2. 物归原主
    饭安安静静的吃到一半,没有人说话,贺军抬头看看只顾干饭的贺欲燃:“最近你那个清吧生意怎么样啊。”

    “挺好的。”

    “忙不忙。”

    “还行。”

    一问一答。

    贺军清了清嗓子:“最近不忙的话,有点事跟你商量一下。”

    “挺忙的。”贺欲燃扒拉了两口饭。

    “……”贺军莫名吃瘪。

    “少找借口啊。”贺军瞪了他一眼:“你最近那个店,暂时交给你朋友管吧,你妈在朋友那里争取到一个不错的实习名额,过几天你去试一试。”

    贺欲燃筷子一顿。

    这顿饭的目的显现了。

    “再说吧。”贺欲燃淡淡的说。

    “又是再说。”贺军情绪激动了:“你说的再说,哪次有再,哪次有说?”

    郑淑华碰了一下贺军,商量道:“小燃,你孙阿姨以前和妈妈在一个会计师事务所,也是妈妈的上级,关系不错,能力也很好。你去跟着她试一试,朝八晚六的也不累,机会难得啊。”

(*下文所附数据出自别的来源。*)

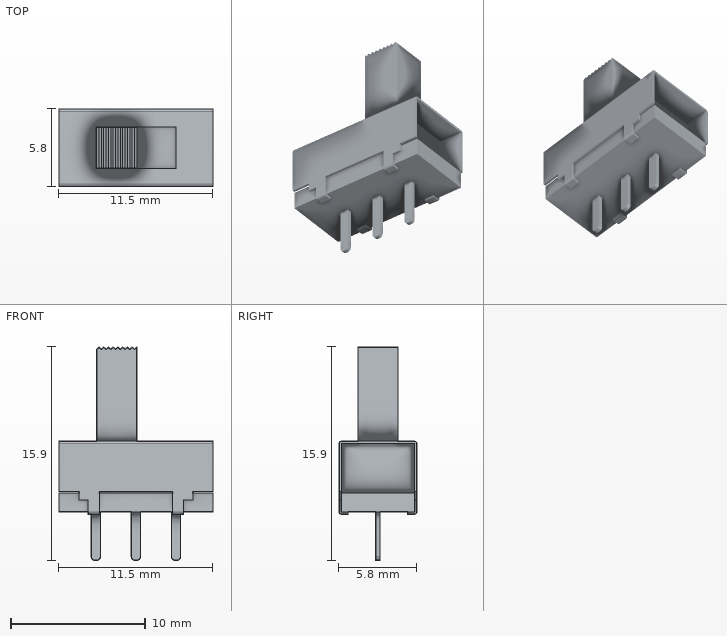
import cadquery as cq

length = 11.5
width = 5.8
wall = 0.19
inner_width = width - 2 * wall

base_height = 1.4
pin_pitch = 2.99
pin_width = 0.7
pin_thickness = 0.33
pin_length = 3.63
pin_tip_radius = 0.29

cover_top = 5.26
cover_bend_radius = wall
skirt_bottom = 1.5
slot_length = 5.98
slot_width = 3.1
leg_inner = 2.73
leg_outer = 3.56
shoulder_outer = 4.25
shoulder_bottom = 0.86
tab_reach = 0.68

carriage_length = 7.63
knob_side = 3.0
knob_center_x = -1.43
knob_top = 12.27
ridge_depth = 0.16
ridge_count = 9
ridge_pitch = knob_side / (ridge_count - 0.5)


def make_pin(x):
    """A flat terminal with a rounded tip, hanging from the base."""
    pin = cq.Workplane("XY").box(pin_width, pin_thickness, pin_length, centered=(True, True, False))
    pin = pin.faces("<Z").edges("|Y").fillet(pin_tip_radius)
    return pin.translate((x, 0, -pin_length))


def make_base():
    """The base plate with its three terminals."""
    base = cq.Workplane("XY").box(length, inner_width, base_height, centered=(True, True, False))
    for x in (-pin_pitch, 0, pin_pitch):
        base = base.union(make_pin(x))
    return base


def make_leg(side):
    """A stepped leg below each side wall, drawn through the full width; side is -1 or 1."""
    points = [
        (leg_inner, skirt_bottom),
        (leg_inner, -wall),
        (leg_outer, -wall),
        (leg_outer, shoulder_bottom),
        (shoulder_outer, shoulder_bottom),
        (shoulder_outer, skirt_bottom),
    ]
    outline = cq.Workplane("XZ").polyline([(side * x, z) for x, z in points]).close()
    return outline.extrude(width / 2, both=True)


def make_cover():
    """A folded sheet cover, open at both ends, with legs folded under the base."""
    section_height = cover_top + wall
    section = (
        cq.Workplane("XY", origin=(0, 0, -wall))
        .box(length, width, section_height, centered=(True, True, False))
        .edges("|X")
        .fillet(cover_bend_radius)
    )
    inside = cq.Workplane("XY").box(length, inner_width, cover_top - wall, centered=(True, True, False))
    bottom_opening = cq.Workplane("XY", origin=(0, 0, -wall)).box(
        length, width - 2 * tab_reach, wall, centered=(True, True, False)
    )
    section = section.cut(inside).cut(bottom_opening)

    outline = cq.Workplane("XY", origin=(0, 0, skirt_bottom)).box(
        length, width, cover_top - skirt_bottom, centered=(True, True, False)
    )
    for side in (-1, 1):
        outline = outline.union(make_leg(side))

    slot = cq.Workplane("XY", origin=(0, 0, cover_top - wall)).box(
        slot_length, slot_width, wall, centered=(True, True, False)
    )
    return section.intersect(outline).cut(slot)


def make_slider():
    """The carriage between base and cover, with its ridged knob."""
    carriage_top = cover_top - wall
    carriage = cq.Workplane("XY", origin=(0, 0, base_height)).box(
        carriage_length, inner_width, carriage_top - base_height, centered=(True, True, False)
    )

    left = knob_center_x - knob_side / 2
    right = left + knob_side
    valley_z = knob_top - ridge_depth
    outline = [(right, carriage_top), (left, carriage_top)]
    for ridge in range(ridge_count):
        valley_x = left + ridge * ridge_pitch
        outline.append((valley_x, valley_z))
        outline.append((valley_x + ridge_pitch / 2, knob_top))
    knob = cq.Workplane("XZ").polyline(outline).close().extrude(knob_side / 2, both=True)
    return carriage.union(knob)


base = make_base()
cover = make_cover()
slider = make_slider()
result = cq.Compound.makeCompound([base.val(), cover.val(), slider.val()])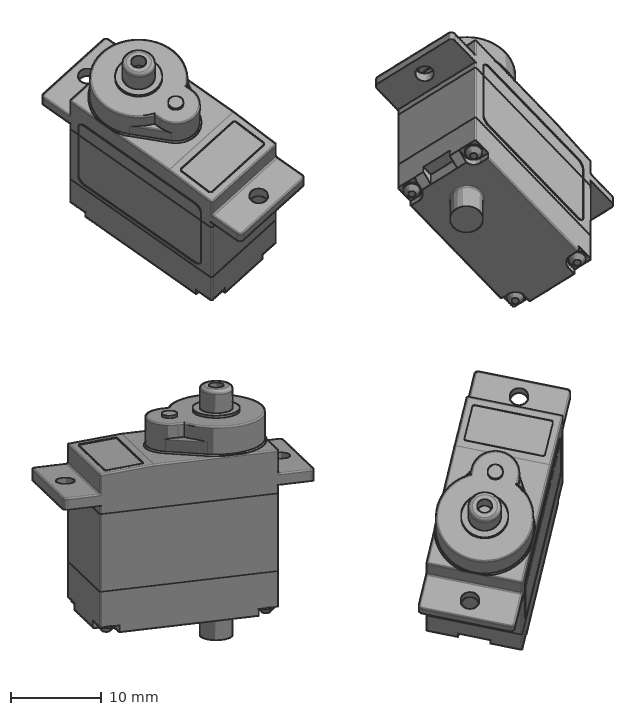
import cadquery as cq
import math

case_length = 20.82
case_width = 10.82
case_top = 19.18
cover_top = 5.03
shell_top = 14.1
edge_round = 0.18
half_length = case_length / 2
half_width = case_width / 2

slope_start = 4.12
slope_drop = 0.45
recess_start = 5.0
recess_length = 4.5
recess_width = 9.05
recess_corner = 0.25
recess_depth = 0.12

ear_span = 29.25
ear_bottom = 15.05
ear_top = 16.43
ear_corner = 0.47
ear_hole_spacing = 25.1
ear_hole_diameter = 2.05

shaft_x = -5.03
idler_x = 0.4
shaft_lobe_radius = 5.38
idler_lobe_radius = 2.65
gear_top = 22.6
web_top = 20.95
boss_height = 0.3
shaft_boss_radius = 2.6
idler_boss_radius = 0.85
boss_top = gear_top + boss_height

shaft_radius = 1.8
shaft_top = 25.53
shaft_tip_round = 0.45
shaft_bore_radius = 0.82
shaft_bore_depth = 1.75

pivot_length = 3.6
pivot_root_round = 0.15

pocket_size = 2.3
pocket_depth = 0.88
pocket_corner = 1.17
screw_inset = 1.1
screw_head_radius = 0.96
screw_rim_height = 0.25
screw_tip_radius = 0.4

bevel_run = 1.35
outlet_width = 3.65
outlet_height = 1.78

label_length = 17.95
label_bottom = 5.82
label_top = 16.55
label_x = -0.1
label_corner = 0.96
label_thickness = 0.1


def case_slice(bottom, top):
    """Block of the case between two heights, with rounded upright edges."""
    block = cq.Workplane("XY").box(case_length, case_width, top - bottom, centered=(True, True, False))
    return block.edges("|Z").fillet(edge_round).translate((0, 0, bottom))


def layer_selector(bottom, top, half_span):
    """Selects what is centred between two heights, within half_span of the middle along X."""
    margin = 0.03
    return cq.selectors.BoxSelector(
        (-half_span - margin, -case_width, bottom - margin),
        (half_span + margin, case_width, top + margin),
    )


def eared_block():
    """Upper end of the case from the underside of the ears up, with its edges rounded."""
    slope_end = case_top - slope_drop
    block = (
        cq.Workplane("XZ")
        .moveTo(-half_length, ear_bottom)
        .lineTo(half_length, ear_bottom)
        .lineTo(half_length, slope_end)
        .lineTo(slope_start, case_top)
        .lineTo(-half_length, case_top)
        .close()
        .extrude(half_width, both=True)
    )
    ears = (
        cq.Workplane("XY", origin=(0, 0, ear_bottom))
        .rect(ear_span, case_width)
        .extrude(ear_top - ear_bottom)
        .edges("|Z")
        .fillet(ear_corner)
    )
    block = block.union(ears)
    ear_roots = layer_selector(ear_top, ear_top, half_length)
    block = block.edges("|Y").edges(ear_roots).fillet(edge_round)
    upper_rim = block.faces("<Y or >Y").edges(layer_selector(ear_top, case_top, ear_span))
    top_ends = block.faces(layer_selector(slope_end, case_top, half_length)).edges("<X or >X")
    return block.newObject(upper_rim.vals() + top_ends.vals()).fillet(edge_round)


def lobe(x, radius, top):
    """Upright cylinder of the gear housing, standing on the case top."""
    return cq.Workplane("XY", origin=(x, 0, case_top)).circle(radius).extrude(top - case_top)


def lobe_outline(growth):
    """Outline around both lobes: two arcs joined by straight lines that touch them."""
    big = shaft_lobe_radius + growth
    small = idler_lobe_radius + growth
    touch = math.acos((big - small) / (idler_x - shaft_x))
    big_x = shaft_x + big * math.cos(touch)
    big_y = big * math.sin(touch)
    small_x = idler_x + small * math.cos(touch)
    small_y = small * math.sin(touch)
    return (
        cq.Workplane("XY", origin=(0, 0, case_top))
        .moveTo(big_x, big_y)
        .threePointArc((shaft_x - big, 0), (big_x, -big_y))
        .lineTo(small_x, -small_y)
        .threePointArc((idler_x + small, 0), (small_x, small_y))
        .close()
    )


def gear_housing():
    """Round housing over the gears, the webs beside its waist, its foot and its two bosses."""
    neck = (
        cq.Workplane("XY", origin=(0, 0, case_top))
        .rect(idler_x - shaft_x, 2 * idler_lobe_radius)
        .extrude(gear_top - case_top)
        .translate(((idler_x + shaft_x) / 2, 0, 0))
    )
    housing = (
        lobe(shaft_x, shaft_lobe_radius, gear_top)
        .union(lobe(idler_x, idler_lobe_radius, gear_top))
        .union(neck)
        .faces(">Z")
        .edges()
        .fillet(edge_round)
    )
    web = lobe_outline(0).extrude(web_top - case_top).faces(">Z").edges().fillet(edge_round)
    foot = lobe_outline(edge_round).extrude(edge_round, taper=45)
    foot = foot.intersect(case_slice(shell_top, gear_top))
    housing = housing.union(web).union(foot)
    for x, radius in ((shaft_x, shaft_boss_radius), (idler_x, idler_boss_radius)):
        housing = housing.union(lobe(x, radius, boss_top))
    return housing


def slope_recess():
    """Shallow rectangular pocket sunk square to the sloping end of the case top."""
    slope_angle = math.degrees(math.atan(slope_drop / (half_length - slope_start)))
    return (
        cq.Workplane("XY")
        .box(recess_length, recess_width, 2 * recess_depth)
        .edges("|Z")
        .fillet(recess_corner)
        .translate((recess_start + recess_length / 2 - slope_start, 0, 0))
        .rotate((0, 0, 0), (0, 1, 0), slope_angle)
        .translate((slope_start, 0, case_top))
    )


def make_top_case():
    """Top case with its gear housing, ears, ear holes and slope recess."""
    holes = (
        cq.Workplane("XY", origin=(0, 0, ear_bottom))
        .rarray(ear_hole_spacing, 0.3, 2, 1)
        .circle(ear_hole_diameter / 2)
        .extrude(ear_top - ear_bottom)
    )
    case = case_slice(shell_top, ear_bottom).union(eared_block())
    return case.union(gear_housing()).cut(slope_recess()).cut(holes)


def make_middle_shell():
    """Plain middle section of the case."""
    return case_slice(cover_top, shell_top)


def corner_points(inset):
    """Points at a distance inside both walls of each bottom corner of the case."""
    x = half_length - inset
    y = half_width - inset
    return [(-x, -y), (x, -y), (x, y), (-x, y)]


def screw_pockets():
    """Corner notches for the screws, rounded on the inner corner around each screw."""
    pockets = cq.Workplane("XY")
    for x, y in corner_points(0):
        inner_x = x - math.copysign(pocket_size, x)
        inner_y = y - math.copysign(pocket_size, y)
        inner_corner = cq.selectors.NearestToPointSelector((inner_x, inner_y, pocket_depth / 2))
        pocket = (
            cq.Workplane("XY")
            .rect(2 * pocket_size, 2 * pocket_size)
            .extrude(pocket_depth)
            .translate((x, y, 0))
            .edges(inner_corner)
            .fillet(pocket_corner)
        )
        pockets = pockets.union(pocket)
    return pockets


def cable_outlet():
    """Bevel along the bottom of the -X end and the slot that the cable leaves through."""
    bevel = (
        cq.Workplane("XZ")
        .moveTo(-half_length, 0)
        .lineTo(-half_length, pocket_depth)
        .lineTo(-half_length + bevel_run, 0)
        .close()
        .extrude(half_width, both=True)
    )
    slot = (
        cq.Workplane("XY")
        .box(bevel_run, outlet_width, outlet_height, centered=(False, True, False))
        .translate((-half_length, 0, 0))
    )
    return bevel.union(slot)


def make_bottom_cover():
    """Bottom cover with screw pockets, cable outlet and the pivot stub."""
    cover = case_slice(0, cover_top).faces("<Z").edges().fillet(edge_round)
    cover = cover.cut(screw_pockets()).cut(cable_outlet())
    root_radius = shaft_radius + pivot_root_round
    pivot = (
        cq.Workplane("XZ", origin=(shaft_x, 0, 0))
        .moveTo(0, 0)
        .lineTo(root_radius, 0)
        .radiusArc((shaft_radius, -pivot_root_round), -pivot_root_round)
        .lineTo(shaft_radius, -pivot_length)
        .lineTo(0, -pivot_length)
        .close()
        .revolve(360, (0, 0, 0), (0, 1, 0))
    )
    return cover.union(pivot)


def make_output_shaft():
    """Shaft standing on its boss, with a rounded tip and a blind screw bore."""
    shaft = (
        cq.Workplane("XY", origin=(shaft_x, 0, boss_top))
        .circle(shaft_radius)
        .extrude(shaft_top - boss_top)
        .faces(">Z")
        .edges()
        .fillet(shaft_tip_round)
    )
    bore = (
        cq.Workplane("XY", origin=(shaft_x, 0, shaft_top - shaft_bore_depth))
        .circle(shaft_bore_radius)
        .extrude(shaft_bore_depth)
    )
    return shaft.cut(bore)


def make_screw(x, y):
    """Screw head seated on the pocket ceiling: a short rim, then a cone to a flat tip."""
    rim_z = pocket_depth - screw_rim_height
    return (
        cq.Workplane("XZ", origin=(x, y, 0))
        .moveTo(0, 0)
        .lineTo(screw_tip_radius, 0)
        .lineTo(screw_head_radius, rim_z)
        .lineTo(screw_head_radius, pocket_depth)
        .lineTo(0, pocket_depth)
        .close()
        .revolve(360, (0, 0, 0), (0, 1, 0))
    )


def make_label():
    """Thin plate with rounded corners on the -Y face of the case."""
    return (
        cq.Workplane("XZ", origin=(label_x, -half_width, (label_bottom + label_top) / 2))
        .rect(label_length, label_top - label_bottom)
        .extrude(label_thickness)
        .edges("|Y")
        .fillet(label_corner)
    )


top_case = make_top_case()
middle_shell = make_middle_shell()
bottom_cover = make_bottom_cover()
output_shaft = make_output_shaft()
label = make_label()
screws = [make_screw(x, y).val() for x, y in corner_points(screw_inset)]

result = cq.Compound.makeCompound(
    [
        top_case.val(),
        middle_shell.val(),
        bottom_cover.val(),
        output_shaft.val(),
        label.val(),
        *screws,
    ]
)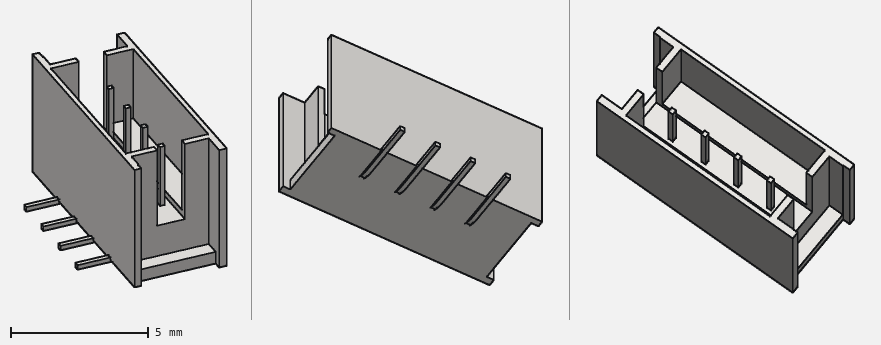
import cadquery as cq

length = 9.0
depth = 3.7
height = 5.0

wall = 0.2
front_wing = 0.27
front_wall = 0.3
back_wing = 0.31

ledge_inset = 0.31
ledge_height = 0.5
end_wall_inset = 0.92
end_wall = 0.28

floor_height = 2.05
channel_floor = 1.8
channel_front = 1.32
channel_width = 1.12

pin_size = 0.2
pin_count = 4
pin_pitch = 1.5
pin_back = 2.2
pin_top = 4.3
pin_drop = 0.1
pin_reach = 1.305
bend_radius = 1.17


def box(x_size, y_min, y_max, z_min, z_max):
    """Block centred in X between the given Y and Z limits."""
    return cq.Workplane("XY").box(
        x_size, y_max - y_min, z_max - z_min, centered=(True, False, False)
    ).translate((0, y_min, z_min))


def make_housing():
    ledge_length = length - 2 * ledge_inset
    core_length = length - 2 * end_wall_inset
    cavity_length = core_length - 2 * end_wall

    front = box(length, 0, front_wing, 0, height)
    front_step = box(ledge_length, 0, front_wall, 0, height)
    back = box(length, depth - back_wing, depth, 0, height)
    core = box(core_length, 0, depth, 0, height)
    ledges = box(ledge_length, 0, depth, 0, ledge_height)
    body = core.union(front).union(front_step).union(back).union(ledges)

    cavity = box(cavity_length, wall, depth - wall, floor_height, height)
    channel = box(core_length, channel_front, channel_front + channel_width, channel_floor, height)
    return body.cut(cavity).cut(channel)


def make_pin(x):
    """Upright leg, quarter bend and foot, swept as one square wire."""
    half = pin_size / 2
    bend = bend_radius - half
    leg_y = pin_back - half
    foot_z = half - pin_drop
    path = (
        cq.Workplane("YZ", origin=(x, 0, 0))
        .moveTo(leg_y, pin_top)
        .lineTo(leg_y, foot_z + bend)
        .radiusArc((leg_y - bend, foot_z), bend)
        .lineTo(-pin_reach, foot_z)
    )
    return cq.Workplane("XY", origin=(x, leg_y, pin_top)).rect(pin_size, pin_size).sweep(path)


pins = []
for index in range(pin_count):
    pins.append(make_pin((index - (pin_count - 1) / 2) * pin_pitch))

housing = make_housing()
for pin in pins:
    housing = housing.cut(pin)

result = cq.Compound.makeCompound([housing.solids().val(), *[pin.val() for pin in pins]])

    贺欲燃只觉得这口饭噎得慌,缓了一会才说:“过两天要交论文,我没什么时间……”

    “还在找借口。”贺军声音高了。

    贺欲燃习惯了,没什么波澜,倒是贺锦佑被吓了一跳,吃饭都不敢吧唧嘴了。

    “你都快大四毕业了,还打算玩到什么时候啊?清吧你开了一年也行了,收收心找个体面的工作不好吗?”

    贺欲燃左耳进右耳出,眼皮都没抬。

    “你看看我周围那些朋友,人家孩子不是在编就是白领,你看看你,你是什么……”

    “我是老板。”贺欲燃往嘴里塞了块肉。

    “……”

    贺军气的脸一阵红一阵白:“你那算什么破老板?就是个不伦不类!”

    贺欲燃放下碗筷:“我开清吧挣的钱能养活我自己,最近流水很可观,我不觉得会比坐在办公室算账挣得少。”

    “我在乎的是你挣多少吗!”贺军指着他的鼻子:“你知不知道前两天我跟马总吃饭,他怎么问我的?他问我你儿子怎么在酒吧倒酒水!”

    “你让我这张脸往哪放!”

    贺欲燃低头,觉得刚才那块肉可能太腻了,有点想吐,头好晕。

    他其实想说,爸,我不是倒酒水的。

    我是调酒师,是清吧老板,不要讲这么难听。

    但他斟酌了很久,却只剩下欲言又止的沉默。

    “还有。”贺军紧追不舍:“你这个头发,什么时候能剪掉。”

    见贺欲燃低着头不讲话,他干脆直接伸手捏起他扎在后脑的一撮头发:“哪个男人像你似的留个长发?啊?”

    贺欲燃还是不讲话,只是抬着眸子淡淡的看着他。

    那双眼睛静如死水,贺军却认为那是在瞪他,更生气了:“我说错了吗?不男不女的像什么样子?”

    贺欲燃伸手拍开贺军:“别碰我。”

    郑淑华赶紧按住贺军的手:“你少说两句行不行。”

    “我少说他听吗?”贺军埋怨的看着她。

    “都说好了欲燃回来好好讲,你又要吵。”

    贺锦佑也不好装死了,难为情的不知道该劝谁:“爸妈,别吵别吵……你们别吵。”

    但贺军气上了头谁说话也不会听,一摔筷子:“我就这说话方式,听着烦你别听!”

    又是,又来。

    贺欲燃头痛欲裂,一口饭噎在喉咙上不去下不来。

    “行了。”他咬着牙打断:“我吃好了,待会有事我就先走了,你们慢吃。”

    贺欲燃走到玄关处,贺军的声音在身后响起。

    “贺欲燃,不要以为你二十二了我就管不了你了。我给你铺了路,是你自己不知好歹。”

    “到时候自己在外边受了挫,别说我没管你!”

    贺欲燃稍作了停顿,然后头也不回的出了门。

    “以后不要叫他回来吃饭,看见就烦!”

    那是他关门前听到的最后一句话。

    雨下得已经没有刚才那么急了,微凉的雨水打在他的咖色风衣上,一阵刺骨的寒风扑面而来,拂过他灰棕色的鬓发,雨水混着泥土的味道窜进鼻腔,他不禁打了个喷嚏。

    贺欲燃望着天,雨下了好久了,什么时候能停呢。

    -

    车子停在清吧前,那是坐落在上海市中心附近的一所名叫“CX330”的大型清吧,是他大学时期和朋友几个合伙开的。贺欲燃投资了百分之七十,也算是老板。剩下几个朋友在店里做工,年终一起分红。

    贺欲燃调酒在行,店里的酒品很受年轻人喜欢,附近的少爷小姐都喜欢来这消费。虽然清吧不至于火爆,但养活他和这几个朋友绰绰有余。